The bigger issue surrounding the University of Colorado and its football program is how freely the press reports on Coach Prime.

Closely related to this is whether the media buys what Deion is selling. Sanders, like many college coaches — HBCU, FBS, FCS — tend to be dictators, or strive to be. Sanders has a difficult relationship with the media and has cunningly created his own media machine to present his story the way he wants it presented.

In Colorado, he deals with the press by picking and choosing, singling out entities he finds too harsh and critical. This includes banning a Denver Post columnist whose criticism Sanders felt had become too personal. With the university’s blessing, the reporter was banned from asking questions.

In an ideal, all-for-one, one-for-all world, when the Denver Post columnist was banned, the entire press corps would have objected and boycotted Sanders. Imagine Prime walking into a press conference with no cameras, no reporters, no microphones. Colorado is riding a wave of regeneration precisely because the head coach of its football team donned cameras and microphones. Imagine if there were no more cameras and microphones.

Colorado doesn’t really need to imagine that. The university knows what it feels like, because it experienced it itself in the years before Prime came: lethargy, indifference, darkness.

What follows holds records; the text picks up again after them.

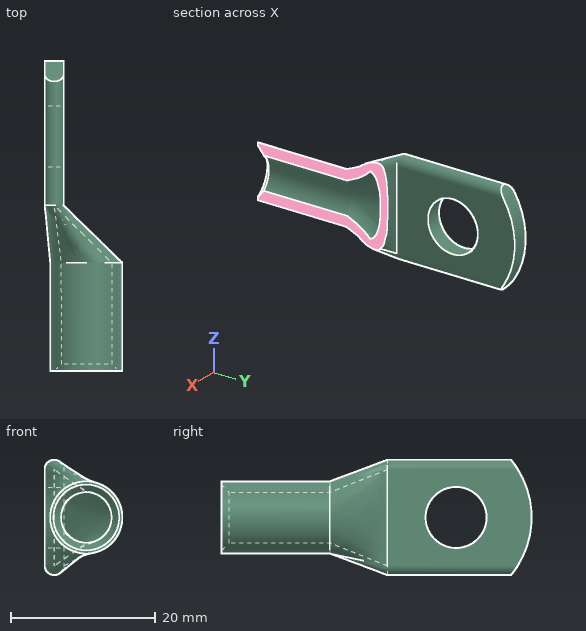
import cadquery as cq

LENGTH = 42.95
OVERALL_DEPTH = 10.8

PALM_WIDTH = 16.0
PALM_THICKNESS = 2.65
PALM_LENGTH = 20.0
END_RADIUS = 12.5
STUD_HOLE_DIAMETER = 8.4
STUD_HOLE_FROM_END = 10.5

BARREL_DIAMETER = 10.0
BARREL_LENGTH = 15.0
BORE_DIAMETER = 7.0
MOUTH_DIAMETER = 9.1
MOUTH_DEPTH = 1.05
SLIT_THICKNESS = 0.1

edge_radius = PALM_THICKNESS / 2
palm_start = LENGTH - PALM_LENGTH
barrel_radius = BARREL_DIAMETER / 2
barrel_x = OVERALL_DEPTH - barrel_radius


def plane_at(y, x):
    """Workplane normal to +Y whose local axes are Z and X."""
    return cq.Workplane(cq.Plane(origin=(x, y, 0), xDir=(0, 0, 1), normal=(0, 1, 0)))


def make_taper(diameter, slot_width, slot_thickness):
    """Solid blending a circle at the barrel end into a slot at the palm start."""
    round_plane = plane_at(BARREL_LENGTH, barrel_x).transformed(rotate=(0, 0, 180))
    circle = round_plane.circle(diameter / 2).wire().val()
    slot = plane_at(palm_start, edge_radius).slot2D(slot_width, slot_thickness).wire().val()
    return cq.Workplane(cq.Solid.makeLoft([circle, slot]))


def make_palm():
    """Palm with rounded long edges, an arched end and a stud hole."""
    bar = plane_at(palm_start, edge_radius).slot2D(PALM_WIDTH, PALM_THICKNESS).extrude(PALM_LENGTH)
    arch = (
        cq.Workplane("YZ")
        .center(LENGTH - END_RADIUS, 0)
        .circle(END_RADIUS)
        .extrude(PALM_THICKNESS)
    )
    hole = (
        cq.Workplane("YZ")
        .center(LENGTH - STUD_HOLE_FROM_END, 0)
        .circle(STUD_HOLE_DIAMETER / 2)
        .extrude(PALM_THICKNESS)
    )
    return bar.intersect(arch).cut(hole)


def make_bore():
    """Wire bore with a conical lead-in, pinched to a thin slit at the palm."""
    bore = plane_at(0, barrel_x).circle(BORE_DIAMETER / 2).extrude(BARREL_LENGTH)
    lead_in = (
        plane_at(0, barrel_x)
        .circle(MOUTH_DIAMETER / 2)
        .workplane(offset=MOUTH_DEPTH)
        .circle(BORE_DIAMETER / 2)
        .loft()
    )
    pinch = make_taper(BORE_DIAMETER, PALM_WIDTH - PALM_THICKNESS, SLIT_THICKNESS)
    return bore.union(lead_in).union(pinch)


barrel = plane_at(0, barrel_x).circle(barrel_radius).extrude(BARREL_LENGTH)
neck = make_taper(BARREL_DIAMETER, PALM_WIDTH, PALM_THICKNESS)
result = barrel.union(neck).union(make_palm()).cut(make_bore())

Anyway, a media boycott will never happen and that’s the crux of the matter: the media can’t afford to boycott Coach Prime. He’s a ratings machine. Right now he’s news and we’re reporting the news.

We all have our standards. Sanders and the university have established standards for what they consider “out of line” reporting. I have my standards for what I consider compelling news.

Coach Prime won at Jackson State. He talked about Black empowerment and institution building, but he won. The news in college football is whether Coach Prime can lead Colorado to a winning record and a bowl game. The Buffaloes will be compelling when they win, average and boring when they lose. Pure and simple.

One game down, 11 to go.

William C. Rhoden is a columnist for Andscape and the author of Forty Million Dollar Slaves: The Rise, Fall, and Redemption of the Black Athlete. He directs the Rhoden Fellows, a training program for aspiring journalists from HBCUs.